I prefer to use -LiteralPath because I have a tendency to use [] in my file naming, and those can be problematic in filenames. Change the output file name to ZipCode[1], then try the -Set-Content version code with -Path or nothing instead of -LiteralPath/-LP option, and you should see what I mean.

4 Comments

What is %__AppDir__%?
Open up a Command Prompt window, enter Echo %__AppDir__% and take a look. It essentially always produces the path to the correct \System32 location, (regardless of whether you're running in x64 or x86 mode). You should always, wherever possible, use the full paths to locations without relying on registry or system variable settings, which can be readily modified. %__AppDir__% is a special dynamic variable, which cannot be overwritten, so even if you use Set "__AppDir__=test", if you Echo %__AppDir__% it will not output test.
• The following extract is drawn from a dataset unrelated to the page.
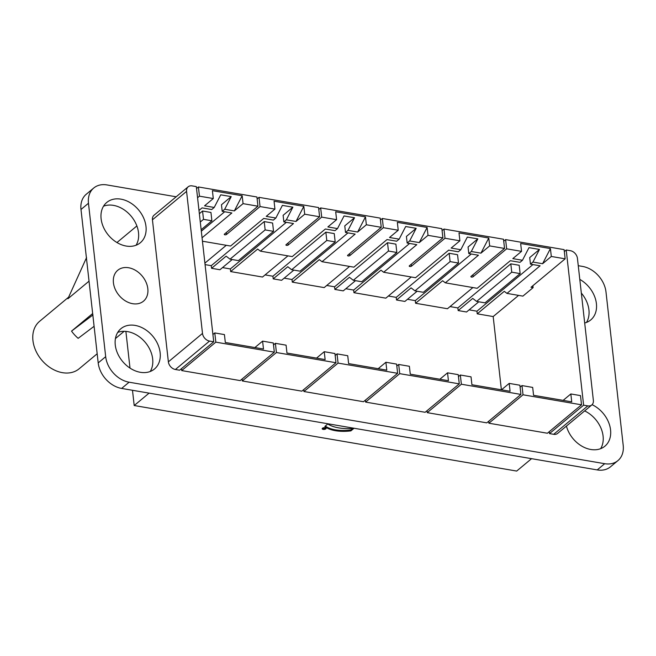 <?xml version="1.0" encoding="UTF-8"?>
<svg xmlns="http://www.w3.org/2000/svg" width="656" height="656" viewBox="0 0 656 656"><rect width="100%" height="100%" fill="white"/><g stroke="black" fill="none" stroke-linecap="round" stroke-linejoin="round"><path stroke-width="0.98" d="M322.457 428.253A1.976 0.861 173.6 0 0 322.178 428.77A1.976 0.861 173.6 0 0 324.244 429.409A1.976 0.861 173.6 0 0 326.114 428.327A1.976 0.861 173.6 0 0 324.622 427.663A1.976 0.861 173.6 0 0 322.457 428.253M132.487 390.287L134.201 405.523L149.092 393.133M134.201 405.523L516.682 471.065L531.565 458.667M327.77 423.981A31.332 13.678 173.6 0 0 353.822 428.45L350.903 430.877A26.338 11.496 -6.4 0 1 324.851 426.416L327.77 423.981M97.178 353.764L79.13 368.795A30.889 23.173 -129.8 0 1 41.558 359.89A30.889 23.173 -129.8 0 1 39.598 321.325L68.634 297.152M86.567 257.554L67.904 298.759L89.036 281.162M94.095 326.303L78.162 338.332A30.889 23.173 -129.8 0 1 71.537 331.116L92.668 313.527M192.126 185.886L196.316 186.607L213.725 341.784L209.535 341.071A7.355 5.519 -129.8 0 1 202.499 333.412L186.575 191.38A7.355 5.519 -129.8 0 1 188.157 186.812A7.355 5.519 -129.8 0 1 192.126 185.886M213.725 341.784L179.588 370.214L175.398 369.492A7.355 5.519 -129.8 0 1 168.371 361.841L152.438 219.809A7.355 5.519 -129.8 0 1 154.021 215.234L188.157 186.812M274.323 352.174L273.29 342.965L262.597 341.136L263.482 349.025L225.32 342.489L224.434 334.593L214.791 332.945L215.824 342.145L181.687 370.574L240.194 380.595L274.323 352.174L215.824 342.145M262.597 341.136L254.889 347.549M181.474 368.647L181.687 370.574M214.791 332.945L212.905 334.511M335.979 362.735L276.422 352.534L242.285 380.956L301.842 391.165L335.979 362.735L334.945 353.535L324.244 351.698L325.13 359.586L286.967 353.051L286.082 345.163L275.389 343.326L273.511 344.892M276.422 352.534L275.389 343.326M324.244 351.698L316.536 358.119M242.285 380.956L242.072 379.029M397.626 373.305L338.07 363.096L303.941 391.517L363.49 401.726L397.626 373.305L396.593 364.096L385.9 362.26L386.786 370.156L348.615 363.613L347.737 355.724L337.036 353.887L335.159 355.454M338.07 363.096L337.036 353.887M385.9 362.26L378.192 368.68M303.941 391.517L303.72 389.598M459.274 383.867L399.725 373.658L365.589 402.087L425.137 412.288L459.274 383.867L458.241 374.658L447.548 372.829L448.433 380.718L410.271 374.174L409.385 366.286L398.692 364.457L396.806 366.023M399.725 373.658L398.692 364.457M447.548 372.829L439.84 379.242M365.589 402.087L365.367 400.16M520.921 394.428L461.373 384.227L427.236 412.649L486.785 422.858L520.921 394.428L519.888 385.228L509.195 383.391L510.081 391.279L471.918 384.744L471.033 376.856L460.34 375.019L458.454 376.585M461.373 384.227L460.34 375.019M509.195 383.391L501.487 389.812M427.236 412.649L427.023 410.722M581.528 404.818L523.021 394.789L488.884 423.21L547.391 433.239L581.528 404.818L580.494 395.609L570.843 393.953L571.729 401.849L533.566 395.306L532.68 387.417L521.987 385.58L520.11 387.147M523.021 394.789L521.987 385.58M563.135 400.373L570.843 393.953M488.884 423.21L488.671 421.291M196.538 188.526L198.415 186.96L199.449 196.169L213.29 198.538L212.405 190.65L242.179 195.75L243.064 203.647L257.947 206.197L224.442 234.102A1.222 0.533 173.6 0 0 224.27 234.413A1.222 0.533 173.6 0 0 224.869 234.799A1.222 0.533 173.6 0 0 226.533 234.463L260.047 206.558L274.938 209.108L274.052 201.212L303.826 206.32L304.712 214.209L319.603 216.759L286.09 244.663A1.222 0.533 173.6 0 0 285.918 244.983A1.222 0.533 173.6 0 0 286.516 245.36A1.222 0.533 173.6 0 0 288.189 245.024L321.694 217.12L336.585 219.67L335.7 211.781L365.474 216.882L366.36 224.77L381.251 227.32L347.737 255.225A1.222 0.533 173.6 0 0 347.565 255.545A1.222 0.533 173.6 0 0 348.164 255.93A1.222 0.533 173.6 0 0 349.837 255.586L383.35 227.681L398.233 230.231L397.347 222.343L427.13 227.443L428.015 235.34L442.898 237.89L409.385 265.795A1.222 0.533 173.6 0 0 409.221 266.106A1.222 0.533 173.6 0 0 409.811 266.492A1.222 0.533 173.6 0 0 411.484 266.156L444.998 238.251L459.889 240.801L459.003 232.905L488.777 238.013L489.663 245.902L504.546 248.452L471.041 276.356A1.222 0.533 173.6 0 0 470.869 276.676A1.222 0.533 173.6 0 0 471.467 277.053A1.222 0.533 173.6 0 0 473.132 276.717L506.645 248.813L521.536 251.363L520.651 243.474L550.425 248.575L551.311 256.463L565.152 258.833L531.016 287.262L533.115 287.623L522.898 296.127L506.957 293.396L504.275 291.321L477.24 313.83L476.945 311.198L532.934 264.573M565.152 258.833L564.119 249.633L505.612 239.604L506.645 248.813M472.886 287.558L447.466 308.73L415.592 303.269L442.628 280.752L445.309 282.834L477.183 288.296L510.319 260.703L519.97 262.351L522.463 260.276L512.812 258.628L521.536 251.363M503.734 241.17L505.612 239.604M551.311 256.463L542.594 263.728L550.425 248.575M530.45 264.147L529.712 257.57L539.478 249.444L532.943 262.072L530.45 264.147L540.101 265.803L506.957 293.396M542.594 263.728L532.943 262.072M522.463 260.276L528.99 247.648L539.478 249.444M444.998 238.251L443.964 229.042L503.513 239.243L504.546 248.452M411.238 276.996L385.818 298.16L353.945 292.699L380.98 270.19L383.662 272.265L415.535 277.726L448.671 250.133L458.323 251.789L460.807 249.715L451.164 248.058L459.889 240.801M442.087 230.609L443.964 229.042M445.309 282.834L478.445 255.233L468.802 253.585L468.064 247.009L477.822 238.882L471.295 251.51L480.938 253.159L488.777 238.013M480.938 253.159L489.663 245.902M468.802 253.585L471.295 251.51M460.807 249.715L467.343 237.087L477.822 238.882M383.35 227.681L382.317 218.481L441.865 228.682L442.898 237.89M349.591 266.426L324.171 287.599L292.297 282.137L319.324 259.628L322.014 261.703L353.887 267.164L387.024 239.571L396.667 241.219L399.16 239.145L389.516 237.497L398.233 230.231M380.431 220.047L382.317 218.481M383.662 272.265L416.798 244.672L407.155 243.023L406.417 236.447L416.175 228.321L409.647 240.949L419.291 242.597L427.13 227.443M419.291 242.597L428.015 235.34M407.155 243.023L409.647 240.949M399.16 239.145L405.687 226.525L416.175 228.321M321.694 217.12L320.669 207.911L380.218 218.12L381.251 227.32M287.943 255.865L262.515 277.037L230.641 271.576L257.677 249.059L260.366 251.141L292.24 256.603L325.376 229.01L335.019 230.658L337.512 228.583L327.869 226.935L336.585 219.67M318.783 209.477L320.669 207.911M322.014 261.703L355.15 234.11L345.507 232.454L344.769 225.877L354.527 217.751L348 230.379L357.643 232.035L365.474 216.882M357.643 232.035L366.36 224.77M345.507 232.454L348 230.379M337.512 228.583L344.039 215.955L354.527 217.751M260.047 206.558L259.013 197.349L318.57 207.55L319.603 216.759M202.442 241.211L230.584 246.033L263.728 218.44L273.372 220.096L275.864 218.022L266.213 216.365L274.938 209.108M257.136 198.916L259.013 197.349M260.366 251.141L293.503 223.548L283.851 221.892L283.113 215.316L292.879 207.189L286.344 219.817L295.995 221.466L303.826 206.32M295.995 221.466L304.712 214.209M283.851 221.892L286.344 219.817M275.864 218.022L282.392 205.394L292.879 207.189M198.415 186.96L256.922 196.989L257.947 206.197M198.989 210.445L202.073 207.878L211.724 209.535L214.209 207.452L204.565 205.804L213.29 198.538M197.563 197.735L199.449 196.169M202.056 237.792L231.855 212.979L222.204 211.33L221.466 204.754L231.224 196.628L224.696 209.256L234.34 210.904L242.179 195.75M234.34 210.904L243.064 203.647M222.204 211.33L224.696 209.256M214.209 207.452L220.744 194.832L231.224 196.628M564.332 251.56L566.218 249.993L583.619 405.17L549.49 433.6L549.269 431.673M566.218 249.993L570.408 250.707A7.355 5.519 -129.8 0 1 577.436 258.366L593.368 400.398A7.355 5.519 -129.8 0 1 591.786 404.965A7.355 5.519 -129.8 0 1 587.817 405.892L583.619 405.17M591.786 404.965L557.649 433.395A7.355 5.519 -129.8 0 1 553.68 434.313L549.49 433.6M533.115 287.623L532.893 285.696M501.389 389.795L493.181 316.561L518.601 295.389M493.181 316.561L477.24 313.83M485.005 302.859L476.617 301.424L472.738 298.423L458.159 310.559L457.863 307.926L510.811 263.843L519.199 265.278L520.134 273.609L485.005 302.859M476.617 301.424L511.746 272.166L520.134 273.609M511.746 272.166L510.811 263.843M458.159 310.559L466.547 311.994L478.798 301.801M476.945 311.198L469.114 309.853M457.863 307.926L450.032 306.59M415.592 303.269L415.297 300.637L471.287 254.011M423.35 292.297L414.961 290.862L411.082 287.861L396.511 299.997L396.216 297.365L449.163 253.273L457.552 254.717L458.487 263.04L423.35 292.297M414.961 290.862L450.098 261.605L458.487 263.04M450.098 261.605L449.163 253.273M396.511 299.997L404.9 301.432L417.142 291.231M415.297 300.637L407.466 299.292M396.216 297.365L388.385 296.02M353.945 292.699L353.65 290.067L409.639 243.45M361.702 281.736L353.313 280.292L349.435 277.291L334.863 289.427L334.568 286.803L387.516 242.712L395.896 244.147L396.831 252.478L361.702 281.736M353.313 280.292L388.45 251.043L396.831 252.478M388.45 251.043L387.516 242.712M334.863 289.427L343.252 290.87L355.495 280.67M353.65 290.067L345.819 288.73M334.568 286.803L326.737 285.458M292.297 282.137L292.002 279.505L347.992 232.88M300.054 271.166L291.666 269.731L287.787 266.73L273.208 278.866L272.912 276.233L325.86 232.15L334.248 233.585L335.183 241.916L300.054 271.166M291.666 269.731L326.795 240.473L335.183 241.916M326.795 240.473L325.86 232.15M273.208 278.866L281.596 280.301L293.847 270.108M292.002 279.505L284.171 278.16M272.912 276.233L265.09 274.897M230.641 271.576L230.346 268.944L286.344 222.318M238.407 260.604L230.018 259.169L226.14 256.168L211.56 268.304L211.265 265.672L264.212 221.58L272.601 223.024L273.536 231.347L238.407 260.604M230.018 259.169L265.147 229.912L273.536 231.347M265.147 229.912L264.212 221.58M211.56 268.304L219.949 269.739L232.199 259.538M230.346 268.944L222.515 267.599M211.265 265.672L205.066 264.606M204.902 263.113L226.287 245.303M201.318 231.215L224.688 211.757M200.293 222.015L203.499 219.35L211.888 220.785L201.154 229.723M211.888 220.785L210.953 212.454L202.565 211.019L203.499 219.35M199.358 213.692L202.565 211.019M125.886 331.395L130.003 368.09M136.874 225.951L116.957 242.54M71.537 331.116L93.004 314.905M103.541 206.181A26.232 19.672 -129.8 0 1 131.192 216.226A26.232 19.672 -129.8 0 1 136.071 245.237M101.106 218.751A26.232 19.672 50.2 0 0 116.694 242.376A26.232 19.672 50.2 0 0 140.327 242.753A26.232 19.672 50.2 0 0 138.662 210.002A26.232 19.672 50.2 0 0 106.764 202.442A26.232 19.672 50.2 0 0 101.106 218.751M117.703 332.428A26.232 19.672 -129.8 0 1 145.353 342.481A26.232 19.672 -129.8 0 1 150.232 371.493M115.267 344.999A26.232 19.672 50.2 0 0 130.856 368.631A26.232 19.672 50.2 0 0 154.488 369A26.232 19.672 50.2 0 0 152.823 336.257A26.232 19.672 50.2 0 0 120.925 328.689A26.232 19.672 50.2 0 0 115.267 344.999M584.635 410.918A26.232 19.672 -129.8 0 1 600.65 448.671M566.423 426.088A26.232 19.672 50.2 0 0 583.069 446.826A26.232 19.672 50.2 0 0 604.906 446.187A26.232 19.672 50.2 0 0 609.49 424.809A26.232 19.672 50.2 0 0 592.089 404.686M581.331 293.084A26.232 19.672 -129.8 0 1 586.489 322.424M584.685 322.998A26.232 19.672 50.2 0 0 590.744 319.939A26.232 19.672 50.2 0 0 579.797 279.399M93.751 188.01L86.28 194.233A24.518 18.384 50.2 0 0 80.991 209.485L98.203 362.916A24.518 18.384 50.2 0 0 121.631 388.426L597.214 469.917A24.518 18.384 50.2 0 0 610.441 466.842L617.919 460.619A24.518 18.384 -129.8 0 1 604.693 463.694L129.109 382.202A24.518 18.384 -129.8 0 1 105.682 356.684L88.47 203.253A24.518 18.384 -129.8 0 1 93.751 188.01A24.518 18.384 -129.8 0 1 106.977 184.935L176.169 196.792M578.256 265.688L582.561 266.426A24.518 18.384 -129.8 0 1 605.988 291.936L623.2 445.367A24.518 18.384 -129.8 0 1 617.919 460.619M128.609 267.746A20.098 15.08 -129.8 0 1 146.001 282.137A20.098 15.08 -129.8 0 1 143.492 301.17A20.098 15.08 -129.8 0 1 119.039 295.372A20.098 15.08 -129.8 0 1 117.76 270.272A20.098 15.08 -129.8 0 1 128.609 267.746M322.432 428.311A1.976 0.861 -6.4 0 1 322.408 428.294L322.481 428.737A1.673 0.73 173.6 0 0 324.228 429.27A1.673 0.73 173.6 0 0 325.811 428.36A1.673 0.73 173.6 0 0 324.548 427.794A1.673 0.73 173.6 0 0 322.711 428.302A1.673 0.73 173.6 0 0 322.481 428.737M350.903 430.877L350.804 430L352.567 428.532M325.327 426.023A26.338 11.496 173.6 0 0 350.804 430M324.95 428.13L324.13 429.081L323.178 428.778L324.039 427.974L324.253 428.483L324.95 428.13M324.326 428.647L323.482 428.745L324.31 428.491M324.253 428.483L324.203 428.007M175.398 369.492L209.535 341.071M168.371 361.841L202.499 333.412M152.438 219.809L186.575 191.38M472.919 274.79L473.132 276.717M411.271 264.229L411.484 266.156M349.623 253.659L349.837 255.586M287.968 243.097L288.189 245.024M226.32 232.536L226.533 234.463M587.817 405.892L553.68 434.313M88.47 203.253L80.991 209.485M105.682 356.684L98.203 362.916M129.109 382.202L121.631 388.426M604.693 463.694L597.214 469.917M323.474 428.967L323.424 428.524M124.156 331.305L115.431 338.57M325.761 427.901L325.811 428.36"/></g></svg>

That's very strange. It can't normally be listed through set in cmd, or dir env: in powershell.
…hence I can use it in cmd.exe without worrying about deliberate or accidental modificiation of my intended location. Off topic: Please note however, that because you can Set "__AppDir__=test", in cmd.exe, that having done so, you can still see that it is defined using Set __AppDir__. You could therefore retrieve the value of it like this For /F "Tokens=1,* Delims==" %I In ('Set __AppDir__ 2^> NUL') Do @Echo %J.